There are several companies that currently offer such services, that is
webbased, fast searchable email, that is e2e encrypted such that no plaintext
arrives on the server side (unfortunately I am under an NDA or I would tell
you more but you can read the papers if you like). Stuff like this:
[http://www.forbes.com/sites/andygreenberg/2011/12/19/an-
mit-...](http://www.forbes.com/sites/andygreenberg/2011/12/19/an-mit-magic-
trick-computing-on-encrypted-databases-without-ever-decrypting-them/) It's not
just databases it's search engines as well.

I think gmail probably loses some enterprise clients because they don't do
this, but I expect "enterprise level" features like this from gmail in ~2-3
years by my guess. Probably sooner due to the nosedive in trust they just
took.

Google has a monopoly on new email account creation so they don't need to
innovate to get new customers (hell android locks everyone in). It isn't
outlandish to suggest that they could have chosen to innovate and done what
has been in the research literature for some time now. Secure e2e encrypted
cloud email.

>recovering accounts after passwords (and other security tokens, if any) have
been lost.

Have you tried to get gmail accounts back because I know people that have lost
all their email. Are they better at this now (maybe they are, I hope so)? Even
with this as a requirement, it is achievable. The user's client just sends a
copy of the key to a foreign key escrow service that will unlock their account
if anything happens once they prove they are who they say they are with
various forms of ID and proofs of knowledge. Paranoid users can elect not to
do this. Or ask people in your circles that you have marked as trusted to
attest to your identity. You could do some clever threshold cryptography with
your closest family and friends.

They big trick is making money off ads while not learning about the contents
of the email.
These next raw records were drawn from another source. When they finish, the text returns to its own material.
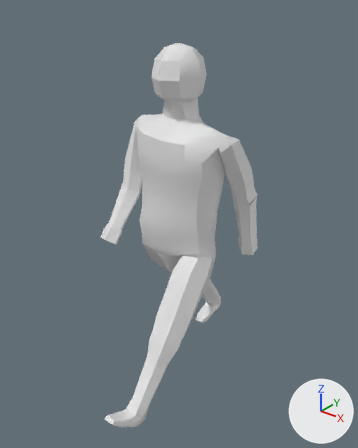
The Blender file Assets/FileDump/Blender/human_01.blend, before and after one commit.
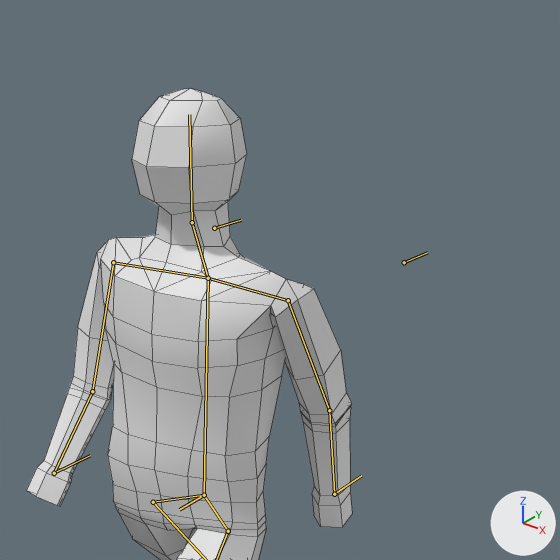
Each version appears first whole from a 50 mm camera at (1.479, -1.834, 2.056) aimed at (0.029, -0.022, 0.933), and next in a close-up on the part from 24% to 100% of the width and 0% to 60% of the height. Arrows for +X, +Y and +Z are at lower right; the lights stay in place. Both versions are drawn at frame 0 of the action 'Walking'; the numbers are the values there. The bones that bend it are drawn over the model as lines in the close-ups. The close-ups show mesh edges as thin lines.

Names of what the first close-up shows: 'Man'.
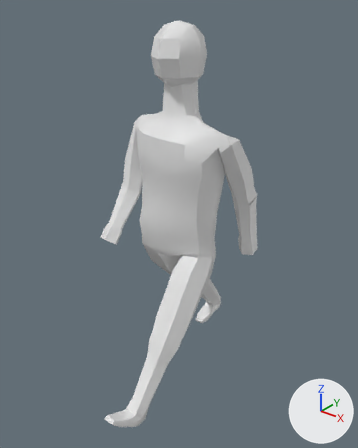
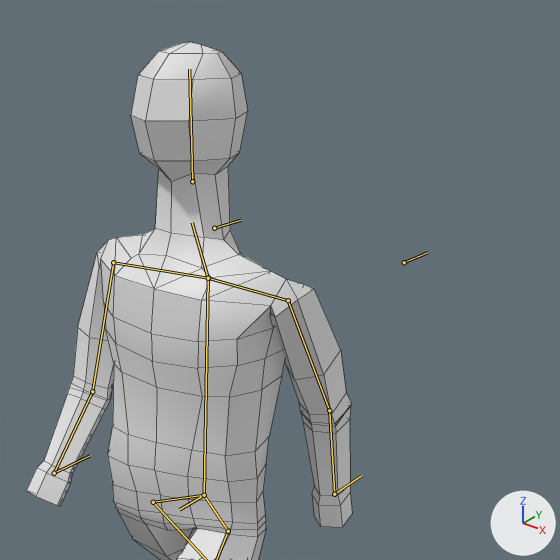
Changed parts and their boxes (x1, y1, x2, y2) in the close-ups (560 x 560 px):
'Man', posed: before (26, 88, 352, 560); after (26, 42, 352, 560)
bone 'Head', root to tip: before (192, 222) to (189, 114); after (192, 181) to (189, 69)

Edits to the bpy script that builds the scene:
```text
Change bone_head:
    where bone_head = bpy.data.objects['Armature'].pose.bones['Head']  # child of 'Neck'
    bone_head.location: (0.0, 0.0, 0.0) -> (0.0, 0.093, -0.004)
```

One way could be a bounded leakage strategy whereby the
encryption scheme allows some ad matches without giving up more than one or
two popular words per email.

All of this is a sideshow though. The NSA wasn't going to throw the Google
execs in jail for not towing the line. Google is an extremely powerful company
with a strong lobby in Washington. Not to mention that just pressing the
charges would be a major embarrassment for the NSA. Twitter fought and won.
Likely they just offered Google some nice contracts with the US government.

------
WestCoastJustin
The Wired article talks about internal tools used to compile code. In line
with that, there is an interesting video "Building Software at Google Scale"
[1], which seems to give an overview of the systems used.

[1]
[http://www.youtube.com/watch?v=2qv3fcXW1mg](http://www.youtube.com/watch?v=2qv3fcXW1mg)

------
weareconvo
The chick in charge of the Internal Tools team? That shit is widely regarded
within Google as a dead-end ghetto, devoid of opportunities for promotion and
looked down on by the other focus areas.

\- 5+ year Ex-Googler

EDIT: I'm done with this fucking site. You won't have weareconvo to kick
around anymore.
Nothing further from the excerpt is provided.